Validation of KASP markers associated with cassava mosaic disease resistance, storage root dry matter and provitamin A carotenoid contents in Ugandan cassava germplasm
(Frontiers, 2022-11-23) Williams Esuma; Oscar Eyoo; Francisca Gwandu; Settumba Mukasa; Titus Alicai; Alfred Ozimati; Ephraim Nuwamanya; Ismail Rabbi; Robert Kawuki
Introduction: The intrinsic high heterozygosity of cassava makes conventional breeding ineffective for rapid genetic improvement. However, recent advances in next generation sequencing technologies have enabled the use of high- density markers for genome-wide association studies, aimed at identifying single nucleotide polymorphisms (SNPs) linked to major traits such as cassava mosaic disease (CMD) resistance, dry matter content (DMC) and total carotenoids content (TCC).
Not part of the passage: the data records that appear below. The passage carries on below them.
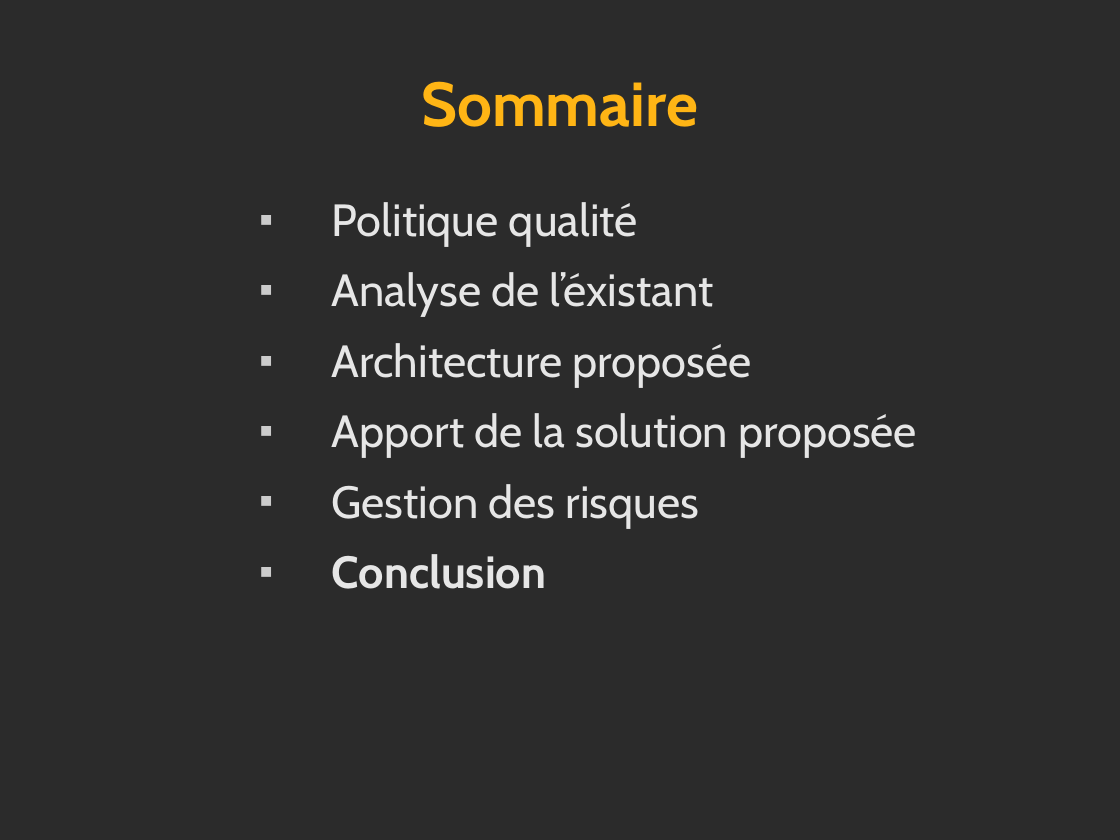
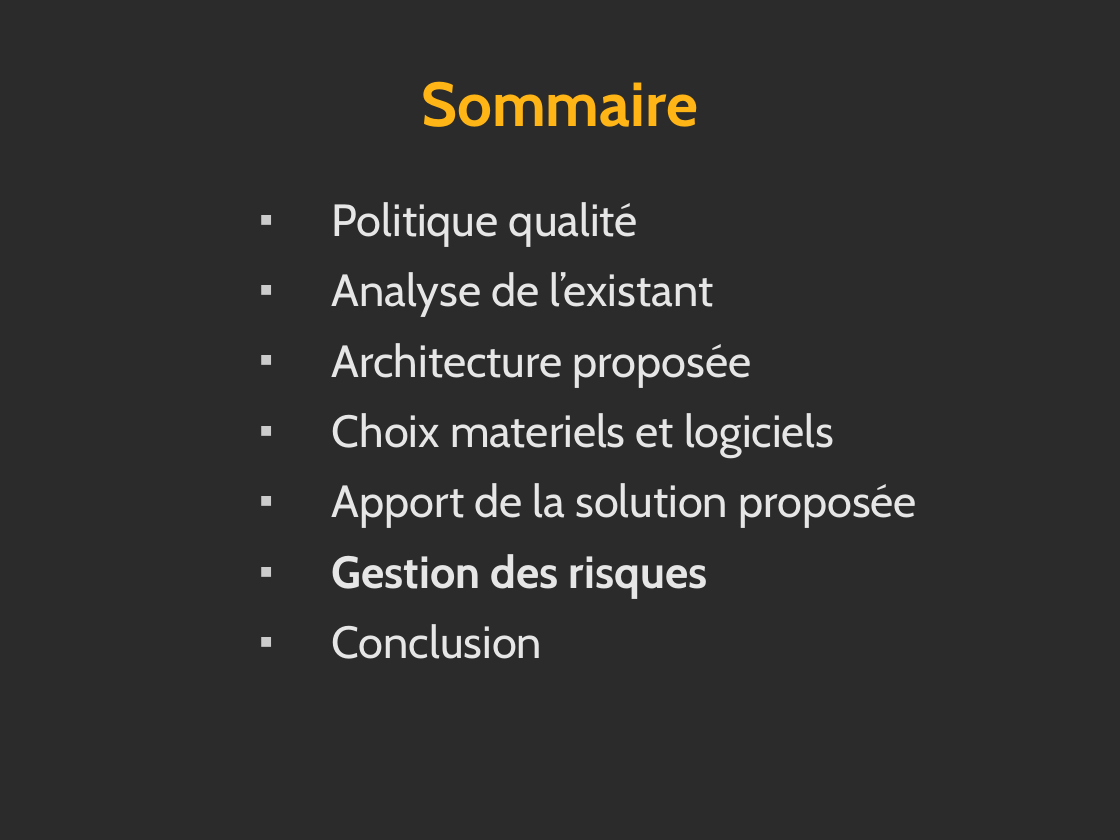
Before and after one commit to leandromattioli/projetIngenierie, a slide deck: slide 16 of Perso_CdP/RevueFinale/RevueFinale.odp (slide 15 before the commit). Drawn at 1120x840 pixels with LibreOffice and Linux fonts; fonts in the diff are those of the drawing; background and template pictures are left out; a plain dark background stands for a picture behind light text. Boxes give left, top, right and bottom in pixels: in the first picture for what was removed or moved away, otherwise in the second. Text is boxed around its words. In the diff, an @@ line names an element or a change of style, - is before the commit and + after.

```diff
--- a/Perso_CdP/RevueFinale/RevueFinale.odp
+++ b/Perso_CdP/RevueFinale/RevueFinale.odp
@@ text at (332,272,713,317): text changed @@
-■ Analyse de l’éxistant
+■ Analyse de l’existant
@@ text at (332,413,834,458): paragraph added @@
+■ Choix materiels et logiciels
@@ text at (332,554,707,659): bold on in "Gestion des risques"; bold off in "Conclusion" @@
```
Also in this commit, not shown: 9 other slides changed, 4 slides added, 1 slide removed, 20 other files.

A number of these trait-linked SNPs have been converted to Kompetitive allele-specific polymerase chain reaction (KASP) markers for downstream application of marker assisted selection. Methods: We assayed 13 KASP markers to evaluate their effectiveness in selecting for CMD, DMC and TCC in 1,677 diverse cassava genotypes representing two independent breeding populations in Uganda. Results: Five KASP markers had significant co-segregation with phenotypes; CMD resistance (2), DMC (1) and TCC (2), with each marker accounting for at least 30% of the phenotypic variation. Markers located within the chromosomal regions for which strong marker-trait association loci have been characterised (chromosome 12 markers for CMD, chromosome 1 markers for DMC and TCC) had consistently superior ability to discriminate the respective phenotypes. Discussion: The results indicate varying discriminatory abilities of the KASP markers assayed and the need for their context-based use for MAS, with PSY2_572 particularly effective in selecting for high TCC. Availing the effective KASP markers on cost-effective genotyping platforms could facilitate practical implementation of marker-assisted cassava breeding for accelerated genetic gains for CMD, DMC and provitamin A carotenoids.